DETAILED ACTION
Notice of Pre-AIA or AIA Status
The present application, filed on or after March 16, 2013, is being examined under the first inventor to file provisions of the AIA .
Claim Rejections - 35 USC § 102
The following is a quotation of the appropriate paragraphs of 35 U.S.C. 102 that form the basis for the rejections under this section made in this Office action:
A person shall be entitled to a patent unless –
(a)(1) the claimed invention was patented, described in a printed publication, or in public use, on sale, or otherwise available to the public before the effective filing date of the claimed invention.
Claims 25-26, 29-30, 37, and 39-43 are rejected under 35 U.S.C. 102(a)(1) as being anticipated by Hong et al. (US 2021/0218408; “Hong”).
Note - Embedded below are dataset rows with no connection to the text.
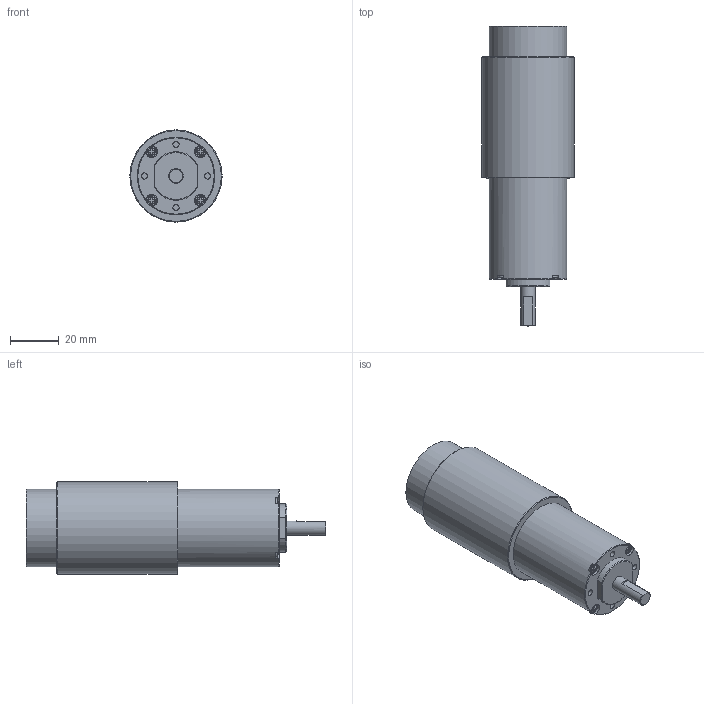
import cadquery as cq
import math


boss_length = 3.0
shaft_reach = 16.2
gearbox_length = 41.8
sleeve_length = 50.0
rear_length = 12.6

body_diameter = 32.0
sleeve_diameter = 38.0
boss_diameter = 20.0
boss_width = 18.0
edge_chamfer = 0.3

mount_hole_diameter = 2.53
mount_hole_depth = 4.0
mount_circle_radius = 13.0

screw_circle_radius = 14.25
screw_recess_diameter = 4.8
screw_recess_depth = 1.6
screw_head_diameter = 4.2
screw_dome_diameter = 3.2
screw_head_height = 1.3
screw_dome_rise = 0.6
cross_slot_width = 0.6
cross_slot_length = 2.6
cross_slot_depth = 0.8

shaft_diameter = 6.0
shaft_tip_chamfer = 0.25
shaft_flat_length = 12.0
shaft_flat_height = 2.5
shaft_seat_depth = boss_length

boss_front_y = -boss_length
shaft_tip_y = boss_front_y - shaft_reach
shaft_seat_y = boss_front_y + shaft_seat_depth
sleeve_front_y = gearbox_length
body_back_y = gearbox_length + sleeve_length + rear_length


def cylinder(diameter, start_y, length):
    """Cylinder on the motor axis, growing toward +Y."""
    return cq.Workplane("XZ", origin=(0, start_y, 0)).circle(diameter / 2).extrude(-length)


def on_circle(radius, start_angle):
    """Four (x, z) places a quarter turn apart."""
    angles = [math.radians(start_angle + 90 * turn) for turn in range(4)]
    return [(radius * math.cos(a), radius * math.sin(a)) for a in angles]


def make_boss():
    """Round boss with a flat on each side."""
    round_boss = cylinder(boss_diameter, boss_front_y, boss_length)
    flats = cq.Workplane("XY").box(boss_width, 2 * boss_length, boss_diameter)
    return round_boss.intersect(flats).faces("<Y").chamfer(edge_chamfer)


def make_housing():
    """Gearbox and motor case with its wide sleeve, front boss, face holes and shaft seat."""
    body = cylinder(body_diameter, 0, body_back_y).faces("<Y").chamfer(edge_chamfer)
    sleeve = cylinder(sleeve_diameter, sleeve_front_y, sleeve_length)
    sleeve = sleeve.faces("<Y or >Y").chamfer(edge_chamfer)
    housing = body.union(sleeve).union(make_boss())

    face = cq.Workplane("XZ")
    mount_holes = face.pushPoints(on_circle(mount_circle_radius, 0))
    housing = housing.cut(mount_holes.circle(mount_hole_diameter / 2).extrude(-mount_hole_depth))
    recesses = face.pushPoints(on_circle(screw_circle_radius, 45))
    housing = housing.cut(recesses.circle(screw_recess_diameter / 2).extrude(-screw_recess_depth))
    return housing.cut(cylinder(shaft_diameter, boss_front_y, shaft_seat_depth))


def make_shaft():
    """D-shaft with its flat facing +Z."""
    shaft = cylinder(shaft_diameter, shaft_tip_y, shaft_seat_y - shaft_tip_y)
    shaft = shaft.faces("<Y").chamfer(shaft_tip_chamfer)
    flat_plane = cq.Workplane("XY", origin=(0, shaft_tip_y, shaft_flat_height))
    flat = flat_plane.rect(shaft_diameter, 2 * shaft_flat_length).extrude(shaft_diameter)
    return shaft.cut(flat)


def make_screw(x, z):
    """Screw head: a flat rim around a dome with a cross slot, resting on the recess floor."""
    rim_height = screw_head_height - screw_dome_rise
    dome_edge = screw_dome_diameter / 2
    dome_radius = (dome_edge**2 + screw_dome_rise**2) / (2 * screw_dome_rise)
    dome_middle_height = screw_head_height - dome_radius + math.sqrt(dome_radius**2 - (dome_edge / 2) ** 2)
    head = (
        cq.Workplane("XY")
        .lineTo(screw_head_diameter / 2, 0)
        .lineTo(screw_head_diameter / 2, -rim_height)
        .lineTo(dome_edge, -rim_height)
        .threePointArc((dome_edge / 2, -dome_middle_height), (0, -screw_head_height))
        .close()
        .revolve(360, (0, 0, 0), (0, 1, 0))
    )
    slot_plane = cq.Workplane("XZ", origin=(0, -screw_head_height, 0))
    for length_x, length_z in ((cross_slot_length, cross_slot_width), (cross_slot_width, cross_slot_length)):
        head = head.cut(slot_plane.rect(length_x, length_z).extrude(-cross_slot_depth))
    return head.translate((x, screw_recess_depth, z))


housing = make_housing()
shaft = make_shaft()
screws = [make_screw(x, z) for x, z in on_circle(screw_circle_radius, 45)]

result = cq.Compound.makeCompound([housing.val(), shaft.val(), *[screw.val() for screw in screws]])

Regarding claim 25, Hong teaches an apparatus (Figures 1 and 5A) comprising:
a Local Oscillator (LO) generator (Figure 1) configured to generate an LO signal (output of 100), the LO generator comprising:
a plurality of frequency sources (generating iinj,QP, iinj,QN, iinj,IP, iinj,IN) configured to provide a respective plurality of frequency source signals (iinj,QP, iinj,QN, iinj,IP, iinj,IN) according to a first frequency (of 110); and
an injection-locked frequency divider (100; details in figure 5A) configured to provide the LO signal having a second frequency (frequency of divide 100), wherein the second frequency is based on the first frequency divided by n (divider ratios in para. [0059]), wherein n is an odd integer greater than 1 (e.g. 3, 5, 7, 11, 13; para. [0059]), wherein the injection-locked frequency divider (100/500) comprises a plurality of injection paths (see multiple injection paths of signals iinj,QP, iinj,QN, iinj,IP, iinj,IN into the ring oscillator of figure 5A) to inject the plurality of frequency source signals (iinj,QP, iinj,QN, iinj,IP, iinj,IN) into an injection-locked Ring Oscillator (RO 500 in figure 5A).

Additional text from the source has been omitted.